Hellmut Münch: "Ich habe drei Karts, drei Rennkarts, 54 PS. Das ist eine Schau. Das ist mit das Schnellste, was im Kartsport möglich ist."
Doktor Hellmut Münch im blauen Rennoverall lauscht andächtig dem Brummen des Motors.
"Vielleicht mal so ein paar technische Daten: Beschleunigung von 0 auf 100 in 3,5 Sekunden, Höchstgeschwindigkeit hier mit dieser Getriebeübersetzung 145 kmh, und das zwei Zentimeter über der Erde.
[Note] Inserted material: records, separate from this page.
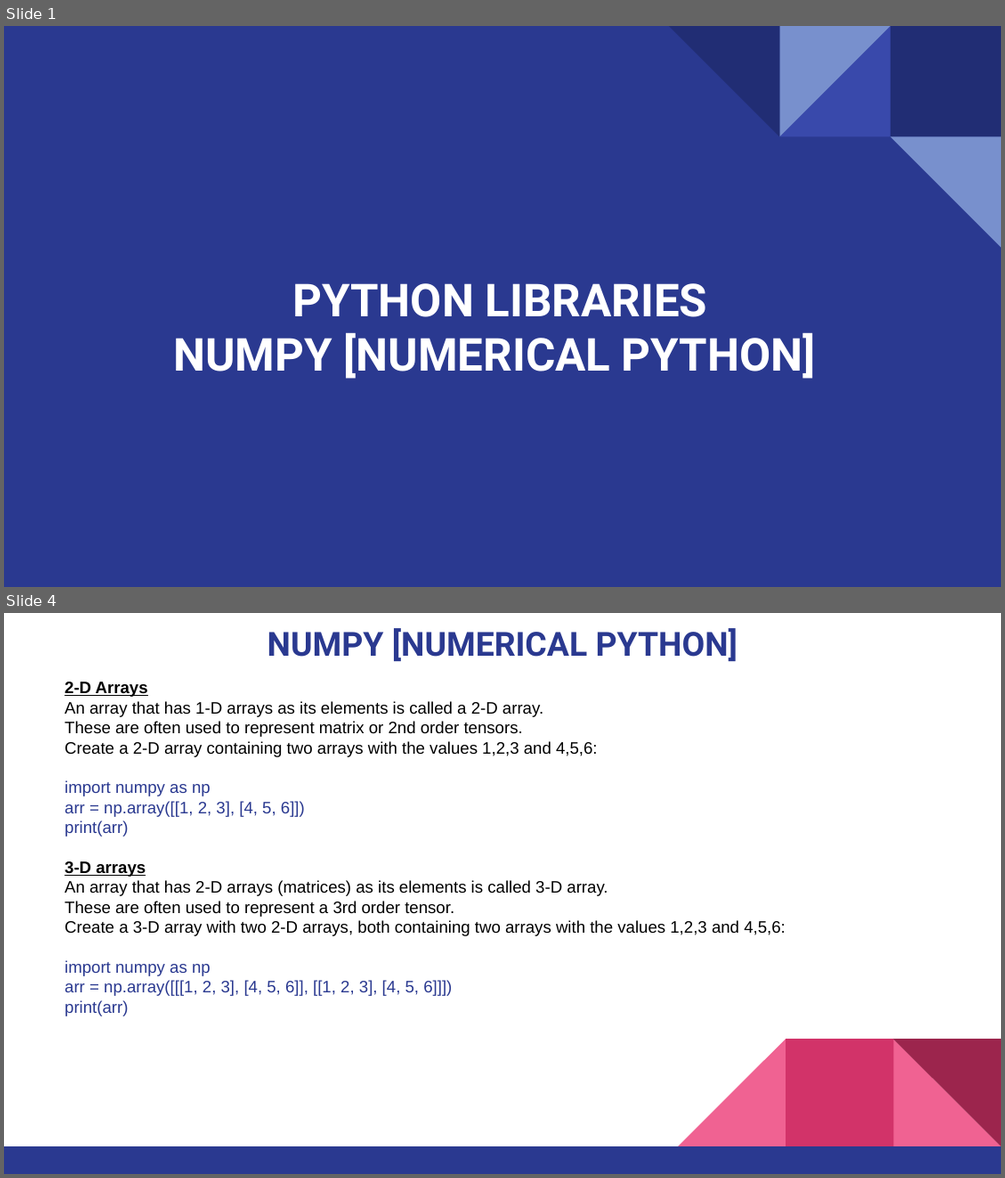
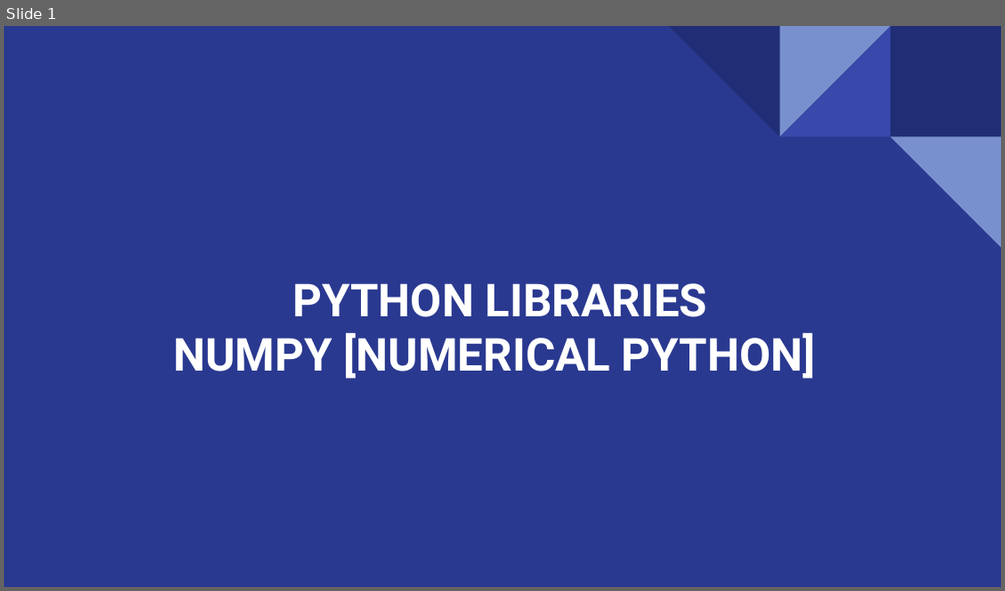
Before and after one commit to NeurocogniAI/ncai-training-program, a slide deck: Week-03/Numpy-Python.pptx. Shown one above the other, each under a label of ours: slides 1 and 4 before the commit, slide 1 after it; the slides between them are not shown. The pictures are 1005x1178 and 1005x591 pixels, drawn with LibreOffice and Linux fonts; fonts in the diff are those of the drawing. Boxes give left, top, right and bottom in pixels: in the first picture for what was removed or moved away, otherwise in the second. Text is boxed around its words. In the diff, an @@ line names an element or a change of style, - is before the commit and + after.

```diff
--- a/Week-03/Numpy-Python.pptx
+++ b/Week-03/Numpy-Python.pptx
@@ slide 4 removed at <box>4,613,1001,1174</box>, background #FFFFFF @@
@@ title removed at <box>267,628,737,662</box> @@
-NUMPY [NUMERICAL PYTHON]
@@ text removed at <box>65,682,785,1016</box> @@
-2-D Arrays
-An array that has 1-D arrays as its elements is called a 2-D array.
-These are often used to represent matrix or 2nd order tensors.
-Create a 2-D array containing two arrays with the values 1,2,3 and 4,5,6:
-import numpy as np
-arr = np.array([[1, 2, 3], [4, 5, 6]])
-print(arr)
-3-D arrays
-An array that has 2-D arrays (matrices) as its elements is called 3-D array.
-These are often used to represent a 3rd order tensor.
-Create a 3-D array with two 2-D arrays, both containing two arrays with the values 1,2,3 and 4,5,6:
-import numpy as np
-arr = np.array([[[1, 2, 3], [4, 5, 6]], [[1, 2, 3], [4, 5, 6]]])
-print(arr)
@@ group removed at <box>4,1038,1001,1174</box>: 3 right triangles, 2 rectangles @@
```
Also in this commit, not shown: 2 slides changed, 12 slides added, 1 other slide removed, 4 other files.

Bei Bodenwellen setzt dein Ärschchen Funken sprühend mit dem Kevlarsitz auf. Das nötigt, glaube ich, schon mehr als Respekt ab."
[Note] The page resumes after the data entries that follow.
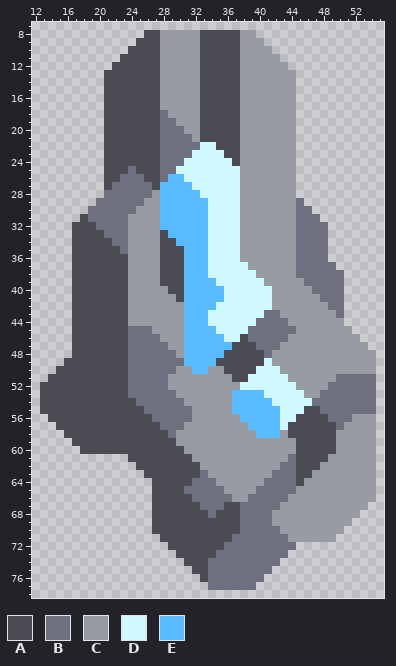
Sprite sheet: assets/sprites/units/genesis/weapons/align-primer.png. The picture above was drawn from the file before the commit.
The file is 66x90 pixels. Shown: x 12..55, y 7..78.
Palette (. is transparent): A #4a4b53  B #6e7080  C #989aa4  D #cff9ff  E #59bbff
Pixels before, first column x 13:
 8 .............AACCCCCAAAAACC...............
 9 ............AAACCCCCAAAAACCC..............
10 ...........AAAACCCCCAAAAACCCC.............
11 ..........AAAAACCCCCAAAAACCCCC............
12 .........AAAAAACCCCCAAAAACCCCCC...........
13 ........AAAAAAACCCCCAAAAACCCCCCC..........
14 ........AAAAAAACCCCCAAAAACCCCCCC..........
15 ........AAAAAAACCCCCAAAAACCCCCCC..........
16 ........AAAAAAACCCCCAAAAACCCCCCC..........
17 ........AAAAAAACCCCCAAAAACCCCCCC..........
18 ........AAAAAAABCCCCAAAAACCCCCCC..........
19 ........AAAAAAABBCCCAAAAACCCCCCC..........
20 ........AAAAAAABBBCCAAAAACCCCCCC..........
21 ........AAAAAAABBBBCAAAAACCCCCCC..........
22 ........AAAAAAABBBBBDDAAACCCCCCC..........
23 ........AAAAAAABBBBDDDDAACCCCCCC..........
24 ........AAAAAAABBBDDDDDDACCCCCCC..........
25 ........AAABAAABBDDDDDDDDCCCCCCC..........
26 ........AABBBAABEEDDDDDDDCCCCCCC..........
27 ........ABBBBBAEEEEDDDDDDCCCCCCC..........
28 ........BBBBBBCEEEEEDDDDDCCCCCCC..........
29 .......BBBBBBCCEEEEEEDDDDCCCCCCCB.........
30 ......BBBBBBCCCEEEEEEDDDDCCCCCCCBB........
31 .....ABBBBBCCCCEEEEEEDDDDCCCCCCCBBB.......
32 ....AAABBBBCCCCEEEEEEDDDDCCCCCCCBBBB......
33 ....AAAABBBCCCCAEEEEEDDDDCCCCCCCBBBB......
34 ....AAAAABBCCCCAAEEEEDDDDCCCCCCCBBBB......
35 ....AAAAAABCCCCAAAEEEDDDDCCCCCCCBBBB......
36 ....AAAAAAACCCCAAAEEEDDDDCCCCCCCBBBB......
37 ....AAAAAAACCCCAAAEEEDDDDDCCCCCCBBBBB.....
38 ....AAAAAAACCCCAAAEEEDDDDDDCCCCCBBBBBB....
39 ....AAAAAAACCCCAAAEEEEDDDDDDCCCCCBBBBB....
40 ....AAAAAAACCCCCAAEEEEEDDDDDDCCCCCBBBB....
41 ....AAAAAAACCCCCCAEEEEEDDDDDDCCCCCCBBB....
42 ....AAAAAAACCCCCCCEEEEDDDDDDDCCCCCCCBB....
43 ....AAAAAAACCCCCCCEEEDDDDDDDBBCCCCCCCB....
44 ....AAAAAAACCCCCCCEEEDDDDDDBBBBCCCCCCC....
45 ....AAAAAAABBBCCCCEEEEDDDDBBBBBBCCCCCCC...
46 ....AAAAAAABBBBCCCEEEEEDDABBBBBCCCCCCCCC..
47 ....AAAAAAABBBBBCCEEEEEEAAABBBCCCCCCCCCCC.
48 ....AAAAAAABBBBBBCEEEEEAAAAABCCCCCCCCCCCCC
49 ...AAAAAAAABBBBBBBEEEEAAAAAADCCCCCCCCCCCCC
50 ..AAAAAAAAABBBBBBCCEECCAAAADDDCCCCCCCCCCCC
51 .AAAAAAAAAABBBBBCCCCCCCCAADDDDDCCCCCCBBBBB
52 AAAAAAAAAAABBBBBCCCCCCCCCDDDDDDDCCCCBBBBBB
53 AAAAAAAAAAABBBBBBCCCCCCCEEEEDDDDDCCBBBBBBB
54 AAAAAAAAAAAABBBBBBCCCCCCEEEEEDDDDDBBBBBBBB
55 AAAAAAAAAAAAABBBBBBCCCCCEEEEEEDDDAABBBBBBB
56 .AAAAAAAAAAAAABBBBBCCCCCCEEEEEDDAAAABBBCCC
57 ..AAAAAAAAAAAAABBBCCCCCCCCEEEEDAAAAAABCCCC
58 ...AAAAAAAAAAAAABCCCCCCCCCCEEECAAAAAACCCCC
59 ....AAAAAAAAAAAAACCCCCCCCCCCCCCCAAAAACCCCC
60 .....AAAAAAAAAAAAACCCCCCCCCCCCCCAAAAACCCCC
61 ...........AAAAAAAACCCCCCCCCCCCBAAAACCCCCC
62 ............AAAAAAAACCCCCCCCCCBBAAACCCCCCC
63 .............AAAAAAABCCCCCCCCBBBAACCCCCCCC
64 ..............AAAAABBBCCCCCCBBBBACCCCCCCCC
65 ..............AAAABBBBBCCCCBBBBBCCCCCCCCCC
66 ..............AAAAABBBBBCCBBBBBCCCCCCCCCCC
67 ..............AAAAAABBBAABBBBBCCCCCCCCCCC.
68 ..............AAAAAAABAAABBBBCCCCCCCCCCC..
69 ..............AAAAAAAAAAABBBBCCCCCCCCCC...
70 ..............AAAAAAAAAAABBBBBCCCCCCCC....
71 ...............AAAAAAAAABBBBBBBCCCCCC.....
72 ................AAAAAAABBBBBBBBB..........
73 .................AAAAABBBBBBBBB...........
74 ..................AAABBBBBBBBB............
75 ...................AABBBBBBBB.............
76 ....................ABBBBBBB..............
77 .....................BBBBBB...............
After the commit:
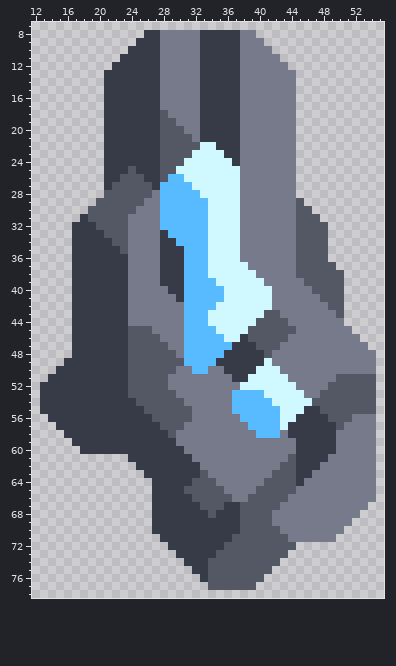
Difference:
colour A: #4a4b53 -> #373b47
colour B: #6e7080 -> #545764
colour C: #989aa4 -> #777a8a
Where, in picture pixels (left, top, right, bottom), the same in both pictures:
changed: (40, 30, 376, 590)

Es ist Sonntagmorgen. Reifen quietschen. Die Kartbahn Ampfing in Oberbayern, ein 1.063 Meter langer Rundkurs in einer früheren Kiesgrube, liegt weit entfernt vom Ort.
Doktor Münch erwartet heute die Racing Girls zum Training.
Einige ziehen sich bereits in der Garage um. Am Start steht eine Flotte von Leihkarts bereit. Sie erreichen nur achtzig kmh. Für Sonntagsausflügler ein Abenteuer, Profis reicht das gerade mal zum Aufwärmen.
"Wir fahren jetzt die großen Rennkarts warm. In der Zeit geht ihr einmal zehn Minuten mit den Leihkarts raus, nur wieder Bahn, Ideallinie, und dann bei der nächsten vollen Stunde beginnt euer Rennkarttraining. Aber da möchte ich euch vorher extra briefen und euch noch mal sagen, worauf es heute ankommt. Okay?"
Voraussetzungen: 16 Jahre alt und maximal 70 Kilogramm Gewicht
Vor fünf Jahren startete Doktor Münch einen Aufruf: "Rennfahrerinnen gesucht", veranstaltete Workshops und testete Fahrerinnen. Vroni Gaubatz, Corinna Dietrich und Anne Schreiter sind Racing Girls der ersten Stunde. Als letzte ist Anja Herrmann aus München aufgenommen worden.
Anja Herrmann: "Ich habe letztes Jahr den Workshop mitgemacht, und da stand es fest, da muss ich irgendwie rein kommen, wenn es geht."
Vroni Gaubatz: "Die Chance, in einem reinen Mädchenteam zu fahren, ist natürlich super, und die musst du auch ergreifen. Und dann sind die Mädchen so nett, und dann hat das gleich gepasst. Und das finde ich, ist auch wichtig, dass das Team stimmt."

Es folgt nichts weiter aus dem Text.